O tempo entretanto decorrido demonstrou a necessidade de alterar os Estatutos, determinada pela necessidade de imprimir maior eficiência à sua acção.
Assim, no artigo 7.º, prevê-se a possibilidade de as licenças concedidas serem prorrogadas, alteradas, suspensas ou canceladas, o que permitirá uma maior celeridade no respectivo processo.
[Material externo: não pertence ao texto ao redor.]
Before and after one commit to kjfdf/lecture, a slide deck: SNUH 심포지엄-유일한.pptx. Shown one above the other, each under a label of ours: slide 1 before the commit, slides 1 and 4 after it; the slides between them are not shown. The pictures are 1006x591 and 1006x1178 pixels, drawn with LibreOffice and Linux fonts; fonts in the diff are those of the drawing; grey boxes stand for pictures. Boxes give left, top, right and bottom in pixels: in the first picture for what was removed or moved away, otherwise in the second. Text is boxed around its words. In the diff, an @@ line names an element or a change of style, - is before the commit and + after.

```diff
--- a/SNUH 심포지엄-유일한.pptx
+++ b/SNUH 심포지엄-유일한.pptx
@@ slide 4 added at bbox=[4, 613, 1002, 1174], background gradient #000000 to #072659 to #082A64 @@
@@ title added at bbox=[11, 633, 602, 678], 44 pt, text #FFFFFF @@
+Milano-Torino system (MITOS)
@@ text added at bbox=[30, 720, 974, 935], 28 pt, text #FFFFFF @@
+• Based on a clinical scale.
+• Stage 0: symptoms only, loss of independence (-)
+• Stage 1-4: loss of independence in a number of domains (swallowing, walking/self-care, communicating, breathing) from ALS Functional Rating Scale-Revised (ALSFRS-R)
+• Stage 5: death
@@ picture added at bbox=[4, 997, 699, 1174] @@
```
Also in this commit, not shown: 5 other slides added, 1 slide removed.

No artigo 8.º, n.º 1, eliminou-se a referência à execução e complemento dos regulamentos do Governo, dado que esta via se evidenciou inadequada e pouco flexível, face à realidade resultante das normas internacionais. Tal medida visa, pois, permitir ao INAC a adopção tempestiva de regulamentos independentes, a exemplo das outras autoridades nacionais de supervisão e regulação. A competência para adoptar este tipo de regulamentos pressupõe que a autorização conferida pelo artigo 8.º, n.º 1, dos Estatutos seja aprovada por acto legislativo. Esta modificação visa sobretudo tornar mais ágil a adopção de regulamentos cujo carácter técnico não exige que a lei delimite a matéria a executar ou complementar, em momento posterior, por acto regulamentar. Para assegurar a devida publicidade a estas normas regulamentares, a sua publicação deverá ser feita na 2.ª série do Diário da República.
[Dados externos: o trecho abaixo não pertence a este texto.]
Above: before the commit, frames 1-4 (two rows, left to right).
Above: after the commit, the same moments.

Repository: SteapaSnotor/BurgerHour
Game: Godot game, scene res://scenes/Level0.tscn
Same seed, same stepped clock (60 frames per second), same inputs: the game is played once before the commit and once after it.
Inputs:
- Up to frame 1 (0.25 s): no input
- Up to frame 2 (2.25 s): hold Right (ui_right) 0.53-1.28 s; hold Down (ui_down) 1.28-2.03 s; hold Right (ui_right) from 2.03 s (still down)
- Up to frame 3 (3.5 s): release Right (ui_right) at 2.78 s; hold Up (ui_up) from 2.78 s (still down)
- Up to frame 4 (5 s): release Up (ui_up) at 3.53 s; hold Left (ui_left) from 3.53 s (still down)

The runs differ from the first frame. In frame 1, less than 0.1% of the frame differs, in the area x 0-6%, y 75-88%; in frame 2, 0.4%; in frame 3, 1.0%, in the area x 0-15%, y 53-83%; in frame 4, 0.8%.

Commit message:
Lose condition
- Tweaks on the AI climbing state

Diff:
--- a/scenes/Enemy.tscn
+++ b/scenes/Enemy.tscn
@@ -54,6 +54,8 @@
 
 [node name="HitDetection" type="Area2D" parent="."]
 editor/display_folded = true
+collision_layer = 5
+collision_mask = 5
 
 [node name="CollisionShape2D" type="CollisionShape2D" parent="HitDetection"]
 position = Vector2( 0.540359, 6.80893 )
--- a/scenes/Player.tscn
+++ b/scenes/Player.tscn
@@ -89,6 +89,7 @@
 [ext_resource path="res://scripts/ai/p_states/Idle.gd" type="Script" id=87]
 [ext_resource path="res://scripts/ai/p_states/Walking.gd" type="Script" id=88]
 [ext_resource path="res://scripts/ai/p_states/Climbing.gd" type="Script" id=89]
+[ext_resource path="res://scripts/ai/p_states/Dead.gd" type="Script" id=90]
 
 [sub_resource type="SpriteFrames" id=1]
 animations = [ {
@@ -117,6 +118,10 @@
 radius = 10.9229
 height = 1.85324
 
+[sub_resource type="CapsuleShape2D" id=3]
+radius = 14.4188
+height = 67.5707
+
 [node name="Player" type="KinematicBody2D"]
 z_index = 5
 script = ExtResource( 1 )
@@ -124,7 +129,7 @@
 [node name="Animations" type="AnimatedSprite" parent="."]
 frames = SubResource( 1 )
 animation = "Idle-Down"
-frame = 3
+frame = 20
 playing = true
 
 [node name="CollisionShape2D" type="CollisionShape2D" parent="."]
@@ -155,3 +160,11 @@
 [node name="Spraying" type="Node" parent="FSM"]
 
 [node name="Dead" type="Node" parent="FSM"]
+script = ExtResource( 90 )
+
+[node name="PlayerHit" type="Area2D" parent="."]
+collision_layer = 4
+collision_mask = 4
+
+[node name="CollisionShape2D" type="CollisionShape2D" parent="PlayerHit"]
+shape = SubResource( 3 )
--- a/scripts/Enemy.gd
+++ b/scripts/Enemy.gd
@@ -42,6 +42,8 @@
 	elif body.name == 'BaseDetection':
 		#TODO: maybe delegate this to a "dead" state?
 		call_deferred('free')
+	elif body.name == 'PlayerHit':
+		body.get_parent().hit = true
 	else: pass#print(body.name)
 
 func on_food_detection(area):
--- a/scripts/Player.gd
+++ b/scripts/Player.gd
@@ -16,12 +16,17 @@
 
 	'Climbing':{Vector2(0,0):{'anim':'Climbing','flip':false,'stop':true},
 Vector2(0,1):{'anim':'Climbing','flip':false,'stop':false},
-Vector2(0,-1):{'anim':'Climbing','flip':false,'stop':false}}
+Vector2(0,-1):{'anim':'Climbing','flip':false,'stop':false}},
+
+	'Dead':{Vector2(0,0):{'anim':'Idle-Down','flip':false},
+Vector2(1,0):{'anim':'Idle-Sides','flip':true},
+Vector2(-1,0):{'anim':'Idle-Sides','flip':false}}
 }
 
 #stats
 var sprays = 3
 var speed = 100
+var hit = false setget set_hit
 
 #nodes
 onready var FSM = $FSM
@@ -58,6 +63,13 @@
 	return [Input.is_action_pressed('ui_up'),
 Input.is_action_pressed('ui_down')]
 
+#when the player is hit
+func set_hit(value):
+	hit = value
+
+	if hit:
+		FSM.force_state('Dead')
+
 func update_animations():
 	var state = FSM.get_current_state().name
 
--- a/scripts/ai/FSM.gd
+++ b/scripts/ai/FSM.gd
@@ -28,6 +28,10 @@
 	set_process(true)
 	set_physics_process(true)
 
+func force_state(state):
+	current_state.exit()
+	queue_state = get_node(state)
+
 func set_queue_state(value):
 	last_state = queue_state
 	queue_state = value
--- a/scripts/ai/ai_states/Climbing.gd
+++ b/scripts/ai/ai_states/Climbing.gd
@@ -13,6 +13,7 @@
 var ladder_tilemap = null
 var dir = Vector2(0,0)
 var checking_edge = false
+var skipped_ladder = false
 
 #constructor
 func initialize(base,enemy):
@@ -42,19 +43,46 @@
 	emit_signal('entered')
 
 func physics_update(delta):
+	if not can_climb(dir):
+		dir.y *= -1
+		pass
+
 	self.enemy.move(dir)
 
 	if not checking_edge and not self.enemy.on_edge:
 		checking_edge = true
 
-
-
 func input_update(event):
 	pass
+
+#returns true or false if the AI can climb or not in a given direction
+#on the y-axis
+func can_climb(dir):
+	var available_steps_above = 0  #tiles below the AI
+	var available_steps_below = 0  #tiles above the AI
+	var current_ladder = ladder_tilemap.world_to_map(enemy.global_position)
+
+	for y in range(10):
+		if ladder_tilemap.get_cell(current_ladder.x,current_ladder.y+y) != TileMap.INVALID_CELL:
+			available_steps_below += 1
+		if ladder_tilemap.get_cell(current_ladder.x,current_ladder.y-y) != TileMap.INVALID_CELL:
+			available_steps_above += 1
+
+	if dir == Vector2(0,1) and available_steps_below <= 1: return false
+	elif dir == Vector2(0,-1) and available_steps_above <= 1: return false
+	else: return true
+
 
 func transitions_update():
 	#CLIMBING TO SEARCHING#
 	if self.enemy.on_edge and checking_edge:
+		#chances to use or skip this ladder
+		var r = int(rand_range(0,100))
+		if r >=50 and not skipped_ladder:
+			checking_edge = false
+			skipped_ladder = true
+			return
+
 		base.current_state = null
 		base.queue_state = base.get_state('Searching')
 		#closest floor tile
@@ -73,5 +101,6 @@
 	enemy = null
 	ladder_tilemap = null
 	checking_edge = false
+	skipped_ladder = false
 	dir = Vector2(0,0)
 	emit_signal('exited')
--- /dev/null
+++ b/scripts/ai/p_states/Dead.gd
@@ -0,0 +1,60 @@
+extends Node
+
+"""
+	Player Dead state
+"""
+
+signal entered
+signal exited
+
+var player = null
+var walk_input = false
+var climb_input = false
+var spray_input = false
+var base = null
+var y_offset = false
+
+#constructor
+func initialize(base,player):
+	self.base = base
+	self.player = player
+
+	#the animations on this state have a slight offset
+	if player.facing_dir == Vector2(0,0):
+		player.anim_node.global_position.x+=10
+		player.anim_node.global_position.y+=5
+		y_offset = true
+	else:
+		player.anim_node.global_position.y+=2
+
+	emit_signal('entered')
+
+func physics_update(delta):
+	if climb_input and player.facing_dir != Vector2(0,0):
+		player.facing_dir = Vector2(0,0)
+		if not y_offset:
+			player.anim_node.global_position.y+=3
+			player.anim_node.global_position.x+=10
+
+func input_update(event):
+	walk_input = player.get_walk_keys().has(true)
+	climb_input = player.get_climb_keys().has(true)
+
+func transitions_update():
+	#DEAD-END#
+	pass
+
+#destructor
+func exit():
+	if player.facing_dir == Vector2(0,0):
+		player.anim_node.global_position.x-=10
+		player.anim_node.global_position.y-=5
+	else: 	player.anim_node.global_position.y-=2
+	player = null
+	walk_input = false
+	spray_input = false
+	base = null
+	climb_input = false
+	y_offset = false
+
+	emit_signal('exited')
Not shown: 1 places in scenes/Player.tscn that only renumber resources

A nova sistematização do artigo 10.º, agora com a epígrafe «Fiscalização», revela a inclusão da permissão para aceder e inspeccionar as instalações, equipamentos e serviços das entidades sujeitas ao poder de autoridade de inspecção e controlo do INAC, já antes constante do artigo 25.º, n.º 1, alínea a), dos Estatutos. Além disso, pretendeu-se atribuir previsão legal genérica ao poder de instaurar e instruir processos contra-ordenacionais e de aplicar coimas e outras sanções. Competindo ao INAC esta tarefa, de acordo com vários diplomas legais avulsos e em parte com a alínea d) do artigo 11.º, justifica-se plenamente a sua inclusão no artigo 10.º A alternativa de aditar um novo artigo exclusivamente dedicado ao poder sancionatório é descartada pela vantagem em manter a numeração dos artigos.
É ainda assegurada a obrigatoriedade e a legalidade de um registo de sanções aplicadas pelo INAC na sequência de processo de contravenção ou de contra-ordenação.
Por fim, impõe-se, por força das alterações aos artigos 7.º e 10.º, completar o leque de receitas próprias do INAC com as receitas provenientes da prorrogação e alteração de licenças, certificações, homologações e títulos análogos, assim como as que correspondem a custas dos processos de contra-ordenação.
De igual modo, repõe-se uma das receitas anteriormente existentes e que sem justificação, mas com grave prejuízo para o INAC, tinha sido extinta.
Tendo em conta que as coimas cobradas em juízo devem reverter, em parte, para a entidade que instrui o processo, à semelhança do que acontece com outras instituições com poderes de fiscalização, considerou-se que o montante destas sanções deveria constituir receita própria do INAC.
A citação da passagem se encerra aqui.